I'd post this as new thread, but apparently someone had a great idea of not allowing users to make threads. So here goes:
After tinkering for a bit with replays, I found a proper way to parse replay.details file inside replay MPQ. I'm posting it here because there is no information about this part of replays on the internet (apart from obviously incomplete info like
http://code.google.com/p/starcraft2replay/wiki/ReplayDetails ): replay sites that are working are hoarding what they know to themselves (to kill off competition?). This file has data in it, that is stored in a data serialization format very similar to JSON, apart from the fact that JSON is text format while replay.details is binary. User data of MPQ archive (the MPQ\x1b part) is also using this format, while in beta it was just plain binary. Basically, whole file can be translated into array of values that are either arrays or scalars (strings or numbers). Any modern language can work natively with these values so working on replays becomes a simple and enjoyable task.
Before I start explaining format, I'll first describe how integers are stored in replays. Blizzard chose a variable-length format (different from the one used in in other parts of replays by the way, why?) that is in a way similar to utf8: a number consists of a number of bytes; a byte that has 0 in most significant bit is the last one. So, to read a number, you read bytes until you encounter the one less than 0x80, and put their 7 least significant bytes into your variable, first byte at offset 0, second - at offset 7, third - at 14, etc. Least significant bit of result is sign (two's complements were a bit too difficult for talented sc2 team?). Shift result right by one byte and multiply by -1 if least significant bit was set. This is the number stored in replay. I am very sure it is the correct way to handle it because I got numbers like 144000000000 (decimal) from some replays, as well as 1337 (each player had this number attached to him in beta). I'll refer to this format as VLF (variable length format) later on. Here are few examples:
bytes values (dec)
===== ============
00 => 0
01 => 0
02 => 1
03 => -1
04 => 2
7e => 63
7f => -63
80 => INVALID (last byte must have most significant bit set)
80 00 => 0 (but you'll never find it in replays since 0 can be represented by just 00)
80 01 => 64
81 01 => -64
82 01 => 65
80 02 => 128
81 02 => -128
80 80 80 10 => 16777216
Now, replay.details format itself is pretty simple. It consists of one data type marker followed by data itself. Data type marker is a single byte and can have following values:
02: Binary data. 02 is followed by size of binary data in VLF after that comes data itself; in most cases it's text in utf8. 02 12 41 55 54 4F 4D 41 54 49 43 is a string AUTOMATIC.

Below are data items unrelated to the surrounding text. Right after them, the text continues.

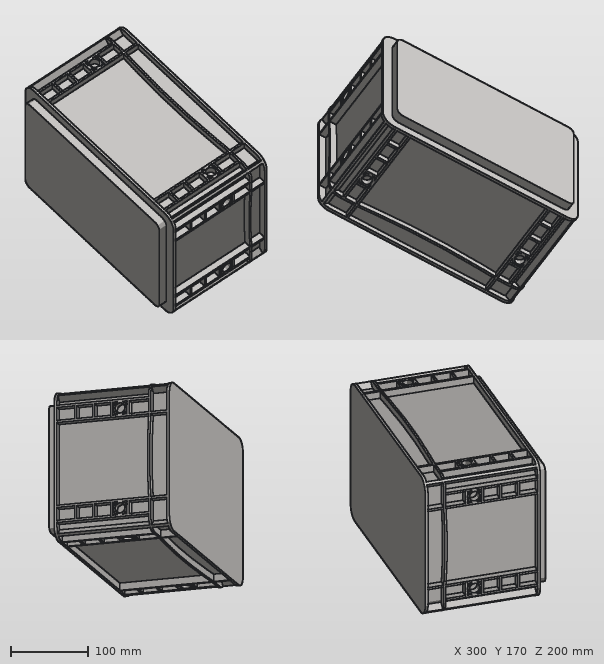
import cadquery as cq
import math


length = 300.0
width = 200.0
depth = 170.0
plinth_height = 12.0
body_depth = depth - plinth_height
corner_radius = 17.5

plinth_inset = 14.0
plinth_radius = 9.3

rim = 4.0
rib = 3.0
pocket_depth = 10.0
corner_rib = 4.2

band_y = -27.0
arch_slope = 0.06
long_straight_end = 24.5
short_straight_end = rib / 2

inner_rib_inset = 42.5
outer_rib_inset = 22.2

boss_y = -67.8
boss_radius = 9.5
hole_radius = 7.0
boss_web = 1.5
long_side_rungs = [-56.7, -78.3, -104.5, -130.5]
short_side_rungs = [-56.7, -79.2, -103.8, -128.5]


def rounded_block(size_x, size_z, radius, y_back, y_front):
    """Block along Y, with its four long edges rounded."""
    return (
        cq.Workplane("XZ", origin=(0, y_back, 0))
        .rect(size_x, size_z)
        .extrude(y_back - y_front)
        .edges("|Y")
        .fillet(radius)
    )


def slab(u, y_back, y_front, thickness, height):
    """Upright slab through the part, centred at u, between two places along Y."""
    return (
        cq.Workplane("XY")
        .center(u, (y_back + y_front) / 2)
        .rect(thickness, y_back - y_front)
        .extrude(height / 2, both=True)
    )


def arched_band(half_span, straight_end, height):
    """Band rib across a large panel: straight sloping ends and a tangent arc that bows to -Y."""
    tangent = half_span - straight_end
    end_drop = straight_end * arch_slope
    arc_drop = tangent * math.tan(math.atan(arch_slope) / 2)
    top = band_y + rib / 2
    bottom = top - rib

    return (
        cq.Workplane("XY")
        .moveTo(-half_span, top)
        .lineTo(-tangent, top - end_drop)
        .threePointArc((0, top - end_drop - arc_drop), (tangent, top - end_drop))
        .lineTo(half_span, top)
        .lineTo(half_span, bottom)
        .lineTo(tangent, bottom - end_drop)
        .threePointArc((0, bottom - end_drop - arc_drop), (-tangent, bottom - end_drop))
        .lineTo(-half_span, bottom)
        .close()
        .extrude(height / 2, both=True)
    )


def boss_cylinder(u, radius, z_bottom, z_top):
    """Upright cylinder on the axis of the boss at u."""
    return (
        cq.Workplane("XY", origin=(0, 0, z_bottom))
        .center(u, boss_y)
        .circle(radius)
        .extrude(z_top - z_bottom)
    )


def side_pair_ribs(span, height, straight_end, rungs):
    """Ribs of two opposite sides, facing +Z and -Z, as one set through the part."""
    inner = span / 2 - inner_rib_inset
    outer = span / 2 - outer_rib_inset
    column = (inner + outer) / 2
    ribs = arched_band(inner, straight_end, height)
    for side in (-1, 1):
        ribs = ribs.union(slab(side * inner, 0, -body_depth, rib, height))
        ribs = ribs.union(slab(side * outer, band_y, -body_depth, rib, height))
        ribs = ribs.union(boss_cylinder(side * column, boss_radius, -height / 2, height / 2))
        ribs = ribs.union(slab(side * column, rungs[0], rungs[1], boss_web, height))
        for y in rungs:
            rung = slab(side * column, y + rib / 2, y - rib / 2, outer - inner, height)
            ribs = ribs.union(rung)
    return ribs


def side_pair_holes(span, height):
    """Blind holes in the bosses of two opposite sides, facing +Z and -Z."""
    column = (span - inner_rib_inset - outer_rib_inset) / 2
    holes = cq.Workplane("XY")
    for side in (-1, 1):
        u = side * column
        holes = holes.add(boss_cylinder(u, hole_radius, height / 2 - pocket_depth, height / 2))
        holes = holes.add(boss_cylinder(u, hole_radius, -height / 2, pocket_depth - height / 2))
    return holes.combine()


def onto_short_sides(solid):
    """Turn a set built for the +Z and -Z sides onto the +X and -X sides."""
    return solid.rotate((0, 0, 0), (0, 1, 0), 90)


def corner_ribs():
    """Straight band around each corner and a diagonal rib along it."""
    ribs = cq.Workplane("XY")
    for side_x in (-1, 1):
        for side_z in (-1, 1):
            band = cq.Workplane("XY").box(inner_rib_inset, rib, inner_rib_inset).translate((
                side_x * (length - inner_rib_inset) / 2,
                band_y,
                side_z * (width - inner_rib_inset) / 2,
            ))
            diagonal = (
                cq.Workplane("XY")
                .box(2 * corner_radius, body_depth, corner_rib)
                .rotate((0, 0, 0), (0, 1, 0), -45 * side_x * side_z)
                .translate((
                    side_x * (length / 2 - corner_radius),
                    -body_depth / 2,
                    side_z * (width / 2 - corner_radius),
                ))
            )
            ribs = ribs.add(band).add(diagonal)
    return ribs.combine()


envelope = rounded_block(length, width, corner_radius, 0, -body_depth)
core = rounded_block(
    length - 2 * pocket_depth,
    width - 2 * pocket_depth,
    corner_radius - pocket_depth,
    0,
    -body_depth,
)
back_frame = rounded_block(length, width, corner_radius, 0, -rim)
front_frame = rounded_block(length, width, corner_radius, rim - body_depth, -body_depth)

ribs = (
    side_pair_ribs(length, width, long_straight_end, long_side_rungs)
    .union(onto_short_sides(side_pair_ribs(width, length, short_straight_end, short_side_rungs)))
    .union(corner_ribs())
    .intersect(envelope)
)

plinth = rounded_block(
    length - 2 * plinth_inset,
    width - 2 * plinth_inset,
    plinth_radius,
    -body_depth,
    -depth,
)

result = (
    core.union(back_frame)
    .union(front_frame)
    .union(ribs)
    .union(plinth)
    .cut(side_pair_holes(length, width))
    .cut(onto_short_sides(side_pair_holes(width, length)))
)
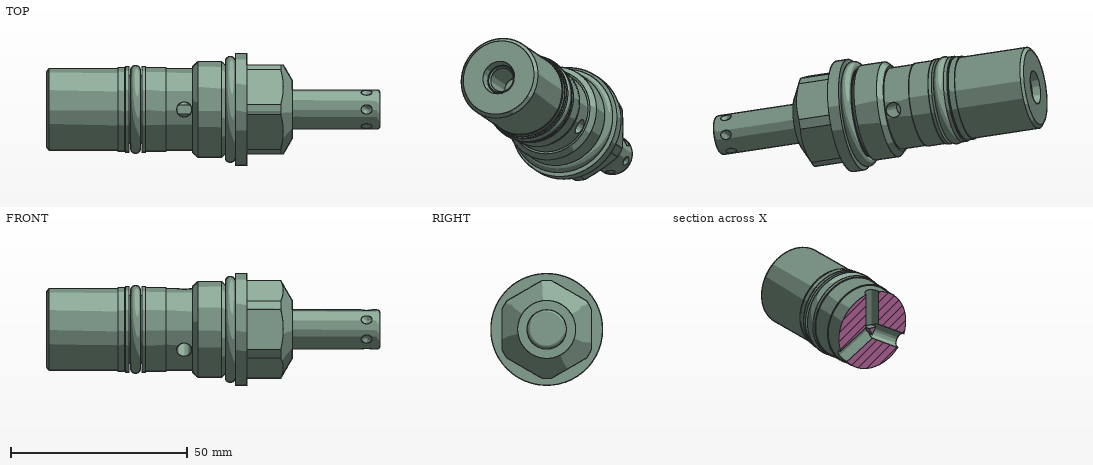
import cadquery as cq
import math

TOTAL_LENGTH = 94.6

NOSE_RADIUS = 11.6
NOSE_FACE_RADIUS = 10.7
NOSE_CHAMFER_LENGTH = 0.8

LAND_START = 20.2
LAND_END = 34.0
LAND_RADIUS = 11.9
RIB_RADIUS = 12.2
RIB_WIDTH = 1.0
RELIEF_WIDTH = 0.3
RELIEF_RADIUS = 11.6
SMALL_GROOVE_START = 23.5
SMALL_GROOVE_END = 27.1

SMALL_SEAL_X = 25.3
SMALL_SEAL_OUTER_RADIUS = 12.5
LARGE_SEAL_OUTER_RADIUS = 15.0
SEAL_SECTION_RADIUS = 1.4

COLLAR_START = 41.4
COLLAR_STEP_RADIUS = 12.2
COLLAR_BREAK_X = 41.8
COLLAR_BREAK_RADIUS = 12.6
COLLAR_FULL_X = 42.9
COLLAR_END = 49.7
COLLAR_RADIUS = 13.6

FLANGE_START = 53.5
FLANGE_END = 56.85
FLANGE_RADIUS = 15.9
HEX_END = 69.7
HEX_ACROSS_FLATS = 25.35
HEX_CORNER_RADIUS = 13.9
HEX_FACE_RADIUS = 8.2
HEX_CHAMFER_ANGLE = 30.0

STEM_RADIUS = 5.6
STEM_FILLET = 0.9
STEM_DIMPLE_X = 90.8
STEM_DIMPLE_DIAMETER = 3.1
STEM_DIMPLE_COUNT = 6
STEM_DIMPLE_ANGLE = 118.0
STEM_DIMPLE_TIP_RADIUS = 4.6

PORT_X = 39.1
PORT_DIAMETER = 4.3
PORT_COUNT = 3
PORT_FLOOR_RADIUS = 0.8

BORE_MOUTH_RADIUS = 4.7
BORE_TAPER_END_RADIUS = 4.2
BORE_TAPER_DEPTH = 2.3
BORE_STEP_RADIUS = 3.9
BORE_RADIUS = 3.4
BORE_DEPTH = 14.2

CUT_CLEARANCE = 0.3

SMALL_SEAL_RADIUS = SMALL_SEAL_OUTER_RADIUS - SEAL_SECTION_RADIUS
SMALL_GROOVE_RADIUS = SMALL_SEAL_RADIUS - SEAL_SECTION_RADIUS
LARGE_SEAL_RADIUS = LARGE_SEAL_OUTER_RADIUS - SEAL_SECTION_RADIUS
LARGE_GROOVE_RADIUS = LARGE_SEAL_RADIUS - SEAL_SECTION_RADIUS
LARGE_SEAL_X = FLANGE_START - SEAL_SECTION_RADIUS
LARGE_GROOVE_START = FLANGE_START - 2 * SEAL_SECTION_RADIUS
COLLAR_REAR_RADIUS = COLLAR_RADIUS - (LARGE_GROOVE_START - COLLAR_END)
FRONT_RIB_START = SMALL_GROOVE_START - RIB_WIDTH
REAR_RIB_END = SMALL_GROOVE_END + RIB_WIDTH
HEX_CHAMFER_LENGTH = (HEX_CORNER_RADIUS - HEX_FACE_RADIUS) * math.tan(math.radians(HEX_CHAMFER_ANGLE))
HEX_CORNER_END = HEX_END - HEX_CHAMFER_LENGTH
BORE_CHAMFER = BORE_STEP_RADIUS - BORE_RADIUS


def turned(points):
    """Revolve a closed (x, radius) outline about the X axis."""
    return cq.Workplane("XY").polyline(points).close().revolve(360, (0, 0, 0), (1, 0, 0))


def around_axis(cutter, count):
    """Equally spaced copies of a cutter about the X axis, the first one in place."""
    return [cutter.rotate((0, 0, 0), (1, 0, 0), i * 360 / count) for i in range(count)]


def make_front_section():
    """Turned nose, sealing land, collar, large seal groove and flange."""
    return turned([
        (0, 0),
        (0, NOSE_FACE_RADIUS),
        (NOSE_CHAMFER_LENGTH, NOSE_RADIUS),
        (LAND_START, NOSE_RADIUS),
        (LAND_START, LAND_RADIUS),
        (FRONT_RIB_START - RELIEF_WIDTH, LAND_RADIUS),
        (FRONT_RIB_START - RELIEF_WIDTH, RELIEF_RADIUS),
        (FRONT_RIB_START, RELIEF_RADIUS),
        (FRONT_RIB_START, RIB_RADIUS),
        (SMALL_GROOVE_START, RIB_RADIUS),
        (SMALL_GROOVE_START, SMALL_GROOVE_RADIUS),
        (SMALL_GROOVE_END, SMALL_GROOVE_RADIUS),
        (SMALL_GROOVE_END, RIB_RADIUS),
        (REAR_RIB_END, RIB_RADIUS),
        (REAR_RIB_END, LAND_RADIUS),
        (LAND_END, LAND_RADIUS),
        (LAND_END, NOSE_RADIUS),
        (COLLAR_START, NOSE_RADIUS),
        (COLLAR_START, COLLAR_STEP_RADIUS),
        (COLLAR_BREAK_X, COLLAR_BREAK_RADIUS),
        (COLLAR_FULL_X, COLLAR_RADIUS),
        (COLLAR_END, COLLAR_RADIUS),
        (LARGE_GROOVE_START, COLLAR_REAR_RADIUS),
        (LARGE_GROOVE_START, LARGE_GROOVE_RADIUS),
        (FLANGE_START, LARGE_GROOVE_RADIUS),
        (FLANGE_START, FLANGE_RADIUS),
        (FLANGE_END, FLANGE_RADIUS),
        (FLANGE_END, 0),
    ])


def make_hexagon():
    """Hexagon with flats facing -Y and +Y, rounded corners and a conical end."""
    prism = (
        cq.Workplane("YZ", origin=(FLANGE_END, 0, 0))
        .polygon(6, HEX_ACROSS_FLATS, circumscribed=True)
        .extrude(HEX_END - FLANGE_END)
    )
    envelope = turned([
        (FLANGE_END, 0),
        (FLANGE_END, HEX_CORNER_RADIUS),
        (HEX_CORNER_END, HEX_CORNER_RADIUS),
        (HEX_END, HEX_FACE_RADIUS),
        (HEX_END, 0),
    ])
    return prism.intersect(envelope)


def make_dimple_cutter():
    """Cone-tipped cutter for the shallow dimple that opens toward +Z."""
    dimple_radius = STEM_DIMPLE_DIAMETER / 2
    cone_length = dimple_radius / math.tan(math.radians(STEM_DIMPLE_ANGLE / 2))
    half_outline = [
        (0, STEM_DIMPLE_TIP_RADIUS),
        (dimple_radius, STEM_DIMPLE_TIP_RADIUS + cone_length),
        (dimple_radius, STEM_RADIUS + CUT_CLEARANCE),
        (0, STEM_RADIUS + CUT_CLEARANCE),
    ]
    return (
        cq.Workplane("XZ", origin=(STEM_DIMPLE_X, 0, 0))
        .polyline(half_outline)
        .close()
        .revolve(360, (0, 0, 0), (0, 1, 0))
    )


def make_stem():
    """Round stem with a rounded tip and a ring of shallow conical dimples."""
    stem = (
        cq.Workplane("YZ", origin=(HEX_END, 0, 0))
        .circle(STEM_RADIUS)
        .extrude(TOTAL_LENGTH - HEX_END)
        .faces(">X")
        .edges()
        .fillet(STEM_FILLET)
    )
    for dimple in around_axis(make_dimple_cutter(), STEM_DIMPLE_COUNT):
        stem = stem.cut(dimple)
    return stem


def make_nose_bore():
    """Blind bore with a tapered mouth and a chamfered step."""
    return turned([
        (0, 0),
        (0, BORE_MOUTH_RADIUS),
        (BORE_TAPER_DEPTH, BORE_TAPER_END_RADIUS),
        (BORE_TAPER_DEPTH, BORE_STEP_RADIUS),
        (BORE_TAPER_DEPTH + BORE_CHAMFER, BORE_RADIUS),
        (BORE_DEPTH, BORE_RADIUS),
        (BORE_DEPTH, 0),
    ])


def make_port_cutter():
    """Flat-bottomed cutter for the port that opens toward +Z."""
    return (
        cq.Workplane("XY", origin=(PORT_X, 0, PORT_FLOOR_RADIUS))
        .circle(PORT_DIAMETER / 2)
        .extrude(NOSE_RADIUS + CUT_CLEARANCE - PORT_FLOOR_RADIUS)
    )


def make_cartridge():
    """One-piece valve cartridge."""
    cartridge = make_front_section().union(make_hexagon()).union(make_stem())
    cartridge = cartridge.cut(make_nose_bore())
    for port in around_axis(make_port_cutter(), PORT_COUNT):
        cartridge = cartridge.cut(port)
    return cartridge.solids()


def make_seal_ring(x, ring_radius):
    """O-ring around the X axis, centred at station x."""
    section = cq.Workplane("XY").center(x, ring_radius).circle(SEAL_SECTION_RADIUS)
    return section.revolve(360, (0, -ring_radius, 0), (1, -ring_radius, 0))


cartridge = make_cartridge()
seal_rings = [
    make_seal_ring(x, ring_radius)
    for x, ring_radius in ((SMALL_SEAL_X, SMALL_SEAL_RADIUS), (LARGE_SEAL_X, LARGE_SEAL_RADIUS))
]

result = cq.Compound.makeCompound([cartridge.val(), *[ring.val() for ring in seal_rings]])

04: An array. 04 is alway followed by 01 00, after that there is number of elements in array in VLF, and elements follow. Each element is a data type marker followed by data, all in same format.
05: An array. Followed by number in VLF which indicates how many pairs will follow -- a pair consists of array element index in VLF and element itself (data type marker followed by data).
06: A number. Its value follows in one byte.
07: A number. Its value follows in four bytes.
09: A number. Its value follows in VLF.
Here are examples:
binary data (right align) equivalent in JSON
========================= ==================
02 04 68 69 => "hi"
05 02 00 02 04 68 69 => ["hi"]
05 04 00 02 04 68 69 02
02 04 68 69 => ["hi","hi"]
05 06 00 09 02 02 09 04
08 09 06 => [1,2,null,3]
05 04 00 05 02 09 02 02
05 02 09 04 => [[1],[2]]
05 04 00 06 01 02 07 02
00 00 00 => [1,2]
Here is an example of random parsed replay.details I downloaded:
[[["IdrA",[1,844300288,1,null,693604],"Zerg",[255,22,128,0],2,1,100,0,2],["Silver",[1,844300288,1,null,445448],"Terran",[255,0,66,255],0,0,0,0,1]],"Lost Temple","",["Minimap.tga"],1,129251921670000000,-144000000000,"","","",[<unrealted unreadable binary data>],0,4,2]
It's very easy to work with and part of program that works with binary data not only becomes small but it almost doesn't change when blizz releases new version of replays. You can see that [255,22,128,0] is color, "Silver" is player name, "Lost Temple" is map name, and after studying some other replays it's easy to notice that last digit in player array is team number and 129251921670000000 is date.